*** Information
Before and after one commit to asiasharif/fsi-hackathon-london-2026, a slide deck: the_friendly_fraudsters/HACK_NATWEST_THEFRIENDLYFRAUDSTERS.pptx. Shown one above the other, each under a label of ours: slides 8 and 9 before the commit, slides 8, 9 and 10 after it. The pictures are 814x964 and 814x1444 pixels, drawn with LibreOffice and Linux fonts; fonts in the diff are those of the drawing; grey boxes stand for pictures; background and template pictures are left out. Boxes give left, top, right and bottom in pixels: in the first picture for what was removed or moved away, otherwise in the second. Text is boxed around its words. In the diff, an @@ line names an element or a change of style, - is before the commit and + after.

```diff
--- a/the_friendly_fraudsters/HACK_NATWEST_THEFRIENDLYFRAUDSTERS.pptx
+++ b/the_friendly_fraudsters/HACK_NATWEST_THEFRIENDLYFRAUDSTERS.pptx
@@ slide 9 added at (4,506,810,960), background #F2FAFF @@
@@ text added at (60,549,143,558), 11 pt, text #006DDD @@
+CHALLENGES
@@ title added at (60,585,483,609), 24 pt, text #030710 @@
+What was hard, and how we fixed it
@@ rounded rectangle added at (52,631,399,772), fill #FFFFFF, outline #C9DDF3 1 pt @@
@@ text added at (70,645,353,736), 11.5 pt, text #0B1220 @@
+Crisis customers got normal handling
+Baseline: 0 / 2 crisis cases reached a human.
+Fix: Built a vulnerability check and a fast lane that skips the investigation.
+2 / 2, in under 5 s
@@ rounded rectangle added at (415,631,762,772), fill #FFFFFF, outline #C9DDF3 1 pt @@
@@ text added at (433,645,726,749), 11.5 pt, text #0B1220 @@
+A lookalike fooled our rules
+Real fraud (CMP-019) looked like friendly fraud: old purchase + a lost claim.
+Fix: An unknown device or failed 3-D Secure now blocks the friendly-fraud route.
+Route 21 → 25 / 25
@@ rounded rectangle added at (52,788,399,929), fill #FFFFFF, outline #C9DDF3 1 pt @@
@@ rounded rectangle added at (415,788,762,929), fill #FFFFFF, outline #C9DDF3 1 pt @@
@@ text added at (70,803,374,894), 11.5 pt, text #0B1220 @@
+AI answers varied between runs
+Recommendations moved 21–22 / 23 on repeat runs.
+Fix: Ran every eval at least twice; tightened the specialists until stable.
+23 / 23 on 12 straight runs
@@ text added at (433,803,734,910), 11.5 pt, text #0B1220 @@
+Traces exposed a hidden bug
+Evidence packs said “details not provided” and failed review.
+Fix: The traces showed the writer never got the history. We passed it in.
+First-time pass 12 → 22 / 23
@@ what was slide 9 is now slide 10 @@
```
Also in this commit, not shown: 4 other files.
******
*** Information
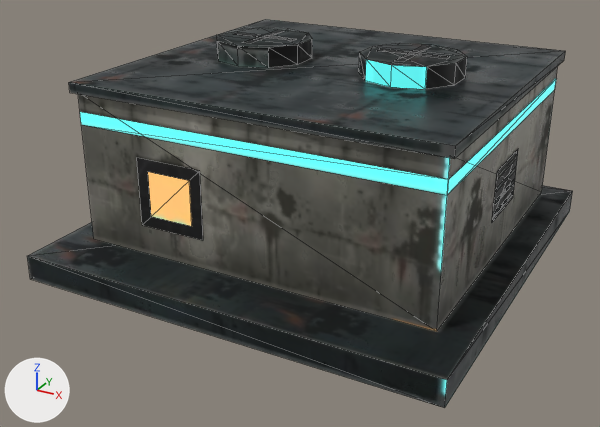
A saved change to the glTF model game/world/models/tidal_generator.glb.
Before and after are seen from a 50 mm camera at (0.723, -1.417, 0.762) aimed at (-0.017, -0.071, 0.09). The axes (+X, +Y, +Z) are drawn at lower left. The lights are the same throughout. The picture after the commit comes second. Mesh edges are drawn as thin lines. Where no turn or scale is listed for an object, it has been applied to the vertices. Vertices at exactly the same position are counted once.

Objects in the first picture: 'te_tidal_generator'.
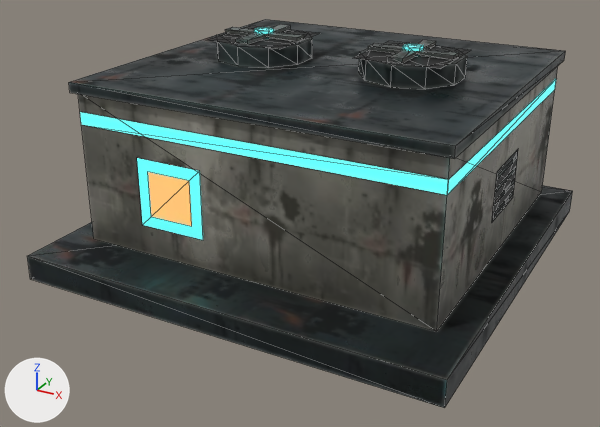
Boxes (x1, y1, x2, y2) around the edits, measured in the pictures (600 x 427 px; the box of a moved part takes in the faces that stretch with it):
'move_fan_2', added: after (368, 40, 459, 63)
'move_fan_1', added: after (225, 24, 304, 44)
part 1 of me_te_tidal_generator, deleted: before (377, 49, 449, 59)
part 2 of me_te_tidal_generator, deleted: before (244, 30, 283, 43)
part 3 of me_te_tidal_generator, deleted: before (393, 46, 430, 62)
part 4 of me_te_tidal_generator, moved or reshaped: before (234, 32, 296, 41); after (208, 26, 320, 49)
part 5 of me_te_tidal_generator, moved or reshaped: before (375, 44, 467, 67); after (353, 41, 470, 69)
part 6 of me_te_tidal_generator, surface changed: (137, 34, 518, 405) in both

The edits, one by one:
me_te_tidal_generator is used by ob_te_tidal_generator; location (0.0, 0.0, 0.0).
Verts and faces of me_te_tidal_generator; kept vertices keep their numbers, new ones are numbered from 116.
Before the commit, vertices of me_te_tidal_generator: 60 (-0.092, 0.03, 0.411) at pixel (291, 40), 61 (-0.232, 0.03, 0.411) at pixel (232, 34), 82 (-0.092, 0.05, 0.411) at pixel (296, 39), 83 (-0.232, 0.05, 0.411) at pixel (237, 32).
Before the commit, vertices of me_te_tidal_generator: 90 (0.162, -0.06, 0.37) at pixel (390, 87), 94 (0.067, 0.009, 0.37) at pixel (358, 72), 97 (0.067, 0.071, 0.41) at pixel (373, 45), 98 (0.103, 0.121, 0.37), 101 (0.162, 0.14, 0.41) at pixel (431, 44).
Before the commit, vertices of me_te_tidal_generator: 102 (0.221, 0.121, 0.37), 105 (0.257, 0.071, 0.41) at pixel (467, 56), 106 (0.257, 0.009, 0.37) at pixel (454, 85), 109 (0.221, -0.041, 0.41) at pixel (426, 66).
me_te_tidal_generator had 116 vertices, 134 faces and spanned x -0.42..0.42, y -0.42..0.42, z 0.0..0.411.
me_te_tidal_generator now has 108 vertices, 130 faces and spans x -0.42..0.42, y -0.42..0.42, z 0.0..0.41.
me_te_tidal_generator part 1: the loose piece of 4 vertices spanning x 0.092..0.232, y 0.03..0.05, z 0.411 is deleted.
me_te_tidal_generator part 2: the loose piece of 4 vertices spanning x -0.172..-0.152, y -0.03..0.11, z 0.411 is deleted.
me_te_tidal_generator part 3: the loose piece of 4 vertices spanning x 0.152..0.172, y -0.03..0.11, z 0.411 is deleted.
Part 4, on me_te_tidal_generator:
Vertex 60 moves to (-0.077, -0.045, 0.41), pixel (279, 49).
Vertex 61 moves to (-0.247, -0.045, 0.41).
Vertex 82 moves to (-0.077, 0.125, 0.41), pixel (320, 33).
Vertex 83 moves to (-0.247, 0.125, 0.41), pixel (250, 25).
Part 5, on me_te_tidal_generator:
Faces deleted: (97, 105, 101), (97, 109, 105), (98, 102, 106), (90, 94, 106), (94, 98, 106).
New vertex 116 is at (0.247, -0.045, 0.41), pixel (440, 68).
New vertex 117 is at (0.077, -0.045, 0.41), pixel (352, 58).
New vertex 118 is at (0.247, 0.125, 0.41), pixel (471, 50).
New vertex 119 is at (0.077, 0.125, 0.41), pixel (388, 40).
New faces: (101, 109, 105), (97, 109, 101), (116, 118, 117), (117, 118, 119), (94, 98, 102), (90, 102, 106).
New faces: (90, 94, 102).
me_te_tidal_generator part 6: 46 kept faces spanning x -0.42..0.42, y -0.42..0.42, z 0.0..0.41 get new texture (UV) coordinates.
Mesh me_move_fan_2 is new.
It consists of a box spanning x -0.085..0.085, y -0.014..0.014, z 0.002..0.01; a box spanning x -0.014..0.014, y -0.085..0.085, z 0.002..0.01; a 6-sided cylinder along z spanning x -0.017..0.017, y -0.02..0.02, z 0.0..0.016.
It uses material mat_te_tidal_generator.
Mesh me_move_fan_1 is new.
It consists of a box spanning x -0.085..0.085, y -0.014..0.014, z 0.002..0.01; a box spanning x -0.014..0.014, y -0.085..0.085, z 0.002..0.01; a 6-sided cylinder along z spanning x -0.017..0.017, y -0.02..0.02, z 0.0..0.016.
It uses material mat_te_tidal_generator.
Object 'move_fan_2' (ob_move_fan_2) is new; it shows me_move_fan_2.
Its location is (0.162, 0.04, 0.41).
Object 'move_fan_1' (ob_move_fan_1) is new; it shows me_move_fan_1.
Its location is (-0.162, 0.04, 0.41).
******
▶ Your objective:
The answer must consist of every line from the data that holds the string "runs".

▶ Answer to this task:
+AI answers varied between runs
+Recommendations moved 21–22 / 23 on repeat runs.
+23 / 23 on 12 straight runs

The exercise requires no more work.